Copy out the data exactly, leaving the pictures behind.

Supplied material Block Start

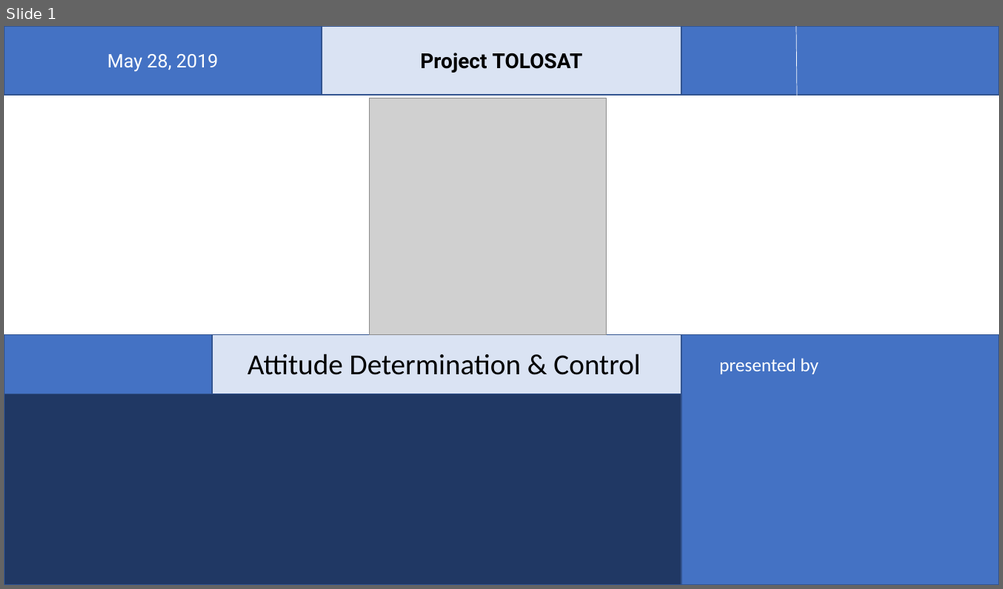
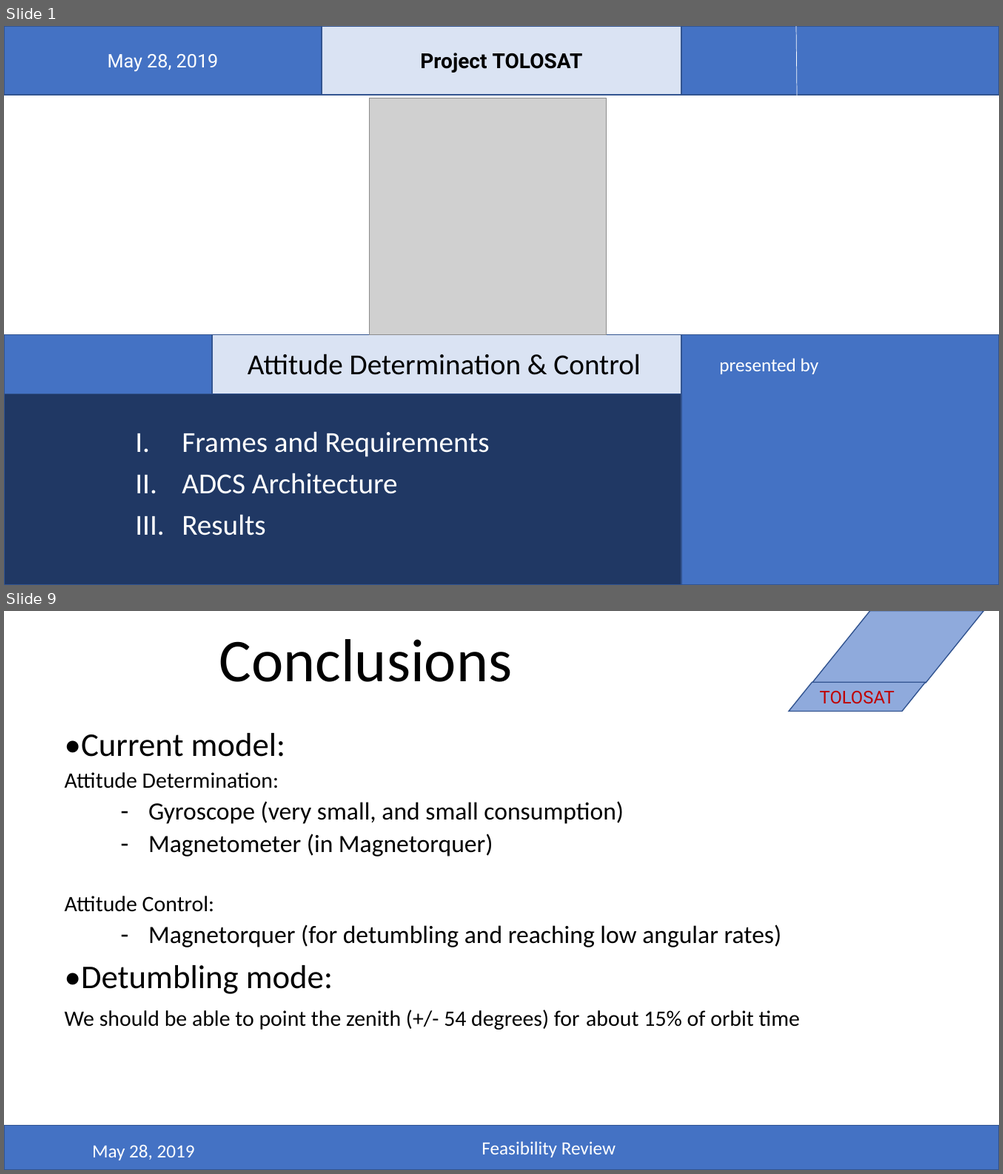
Before and after one commit to belmant/tolosat_systems_engineering, a slide deck: Files/ADCS.pptx. Shown one above the other, each under a label of ours: slide 1 before the commit, slides 1 and 9 after it; the slides between them are not shown. The pictures are 1003x589 and 1003x1174 pixels, drawn with LibreOffice and Linux fonts; fonts in the diff are those of the drawing; grey boxes stand for pictures; background and template pictures are left out. Boxes give left, top, right and bottom in pixels: in the first picture for what was removed or moved away, otherwise in the second. Text is boxed around its words. In the diff, an @@ line names an element or a change of style, - is before the commit and + after.

Commit message:
Final presentationÂ for ADCS?

```diff
--- a/Files/ADCS.pptx
+++ b/Files/ADCS.pptx
@@ slide 9 added at (x1=4, y1=611, x2=999, y2=1170), background #FFFFFF @@
@@ parallelogram added at (x1=812, y1=611, x2=984, y2=683), fill #8FAADC, outline #325491 1 pt @@
@@ title added at (x1=219, y1=639, x2=512, y2=682), 58.7 pt, text #000000 @@
+Conclusions
@@ parallelogram added at (x1=789, y1=683, x2=925, y2=712), fill #8FAADC, outline #325491 1 pt, 17 pt, text #C00000 @@
+TOLOSAT
@@ text added at (x1=65, y1=733, x2=800, y2=1030), 24 pt, text #000000 @@
+•Current model:
+Attitude Determination:
+  – Gyroscope (very small, and small consumption)
+  – Magnetometer (in Magnetorquer)
+Attitude Control:
+  – Magnetorquer (for detumbling and reaching low angular rates)
+•Detumbling mode:
+We should be able to point the zenith (+/- 54 degrees) for about 15% of orbit time
@@ rectangle added at (x1=4, y1=1126, x2=999, y2=1170), fill #4472C4, outline #325491 1 pt @@
@@ text added at (x1=481, y1=1142, x2=615, y2=1158), 18 pt, text #FFFFFF @@
+Feasibility Review
@@ text added at (x1=92, y1=1145, x2=195, y2=1161), 18 pt, text #FFFFFF @@
+May 28, 2019
@@ slide 1 changed as well @@
@@ text added at (x1=182, y1=432, x2=489, y2=536), 28 pt, text #FFFFFF @@
+I. Frames and Requirements
+II. ADCS Architecture
+III. Results
```
Also in this commit, not shown: 10 other slides added.

Supplied material Block End

§ Exercise result
Before and after one commit to belmant/tolosat_systems_engineering, a slide deck: Files/ADCS.pptx. Shown one above the other, each under a label of ours: slide 1 before the commit, slides 1 and 9 after it; the slides between them are not shown. The pictures are 1003x589 and 1003x1174 pixels, drawn with LibreOffice and Linux fonts; fonts in the diff are those of the drawing; grey boxes stand for pictures; background and template pictures are left out. Boxes give left, top, right and bottom in pixels: in the first picture for what was removed or moved away, otherwise in the second. Text is boxed around its words. In the diff, an @@ line names an element or a change of style, - is before the commit and + after.

Commit message:
Final presentationÂ for ADCS?

```diff
--- a/Files/ADCS.pptx
+++ b/Files/ADCS.pptx
@@ slide 9 added at (x1=4, y1=611, x2=999, y2=1170), background #FFFFFF @@
@@ parallelogram added at (x1=812, y1=611, x2=984, y2=683), fill #8FAADC, outline #325491 1 pt @@
@@ title added at (x1=219, y1=639, x2=512, y2=682), 58.7 pt, text #000000 @@
+Conclusions
@@ parallelogram added at (x1=789, y1=683, x2=925, y2=712), fill #8FAADC, outline #325491 1 pt, 17 pt, text #C00000 @@
+TOLOSAT
@@ text added at (x1=65, y1=733, x2=800, y2=1030), 24 pt, text #000000 @@
+•Current model:
+Attitude Determination:
+  – Gyroscope (very small, and small consumption)
+  – Magnetometer (in Magnetorquer)
+Attitude Control:
+  – Magnetorquer (for detumbling and reaching low angular rates)
+•Detumbling mode:
+We should be able to point the zenith (+/- 54 degrees) for about 15% of orbit time
@@ rectangle added at (x1=4, y1=1126, x2=999, y2=1170), fill #4472C4, outline #325491 1 pt @@
@@ text added at (x1=481, y1=1142, x2=615, y2=1158), 18 pt, text #FFFFFF @@
+Feasibility Review
@@ text added at (x1=92, y1=1145, x2=195, y2=1161), 18 pt, text #FFFFFF @@
+May 28, 2019
@@ slide 1 changed as well @@
@@ text added at (x1=182, y1=432, x2=489, y2=536), 28 pt, text #FFFFFF @@
+I. Frames and Requirements
+II. ADCS Architecture
+III. Results
```
Also in this commit, not shown: 10 other slides added.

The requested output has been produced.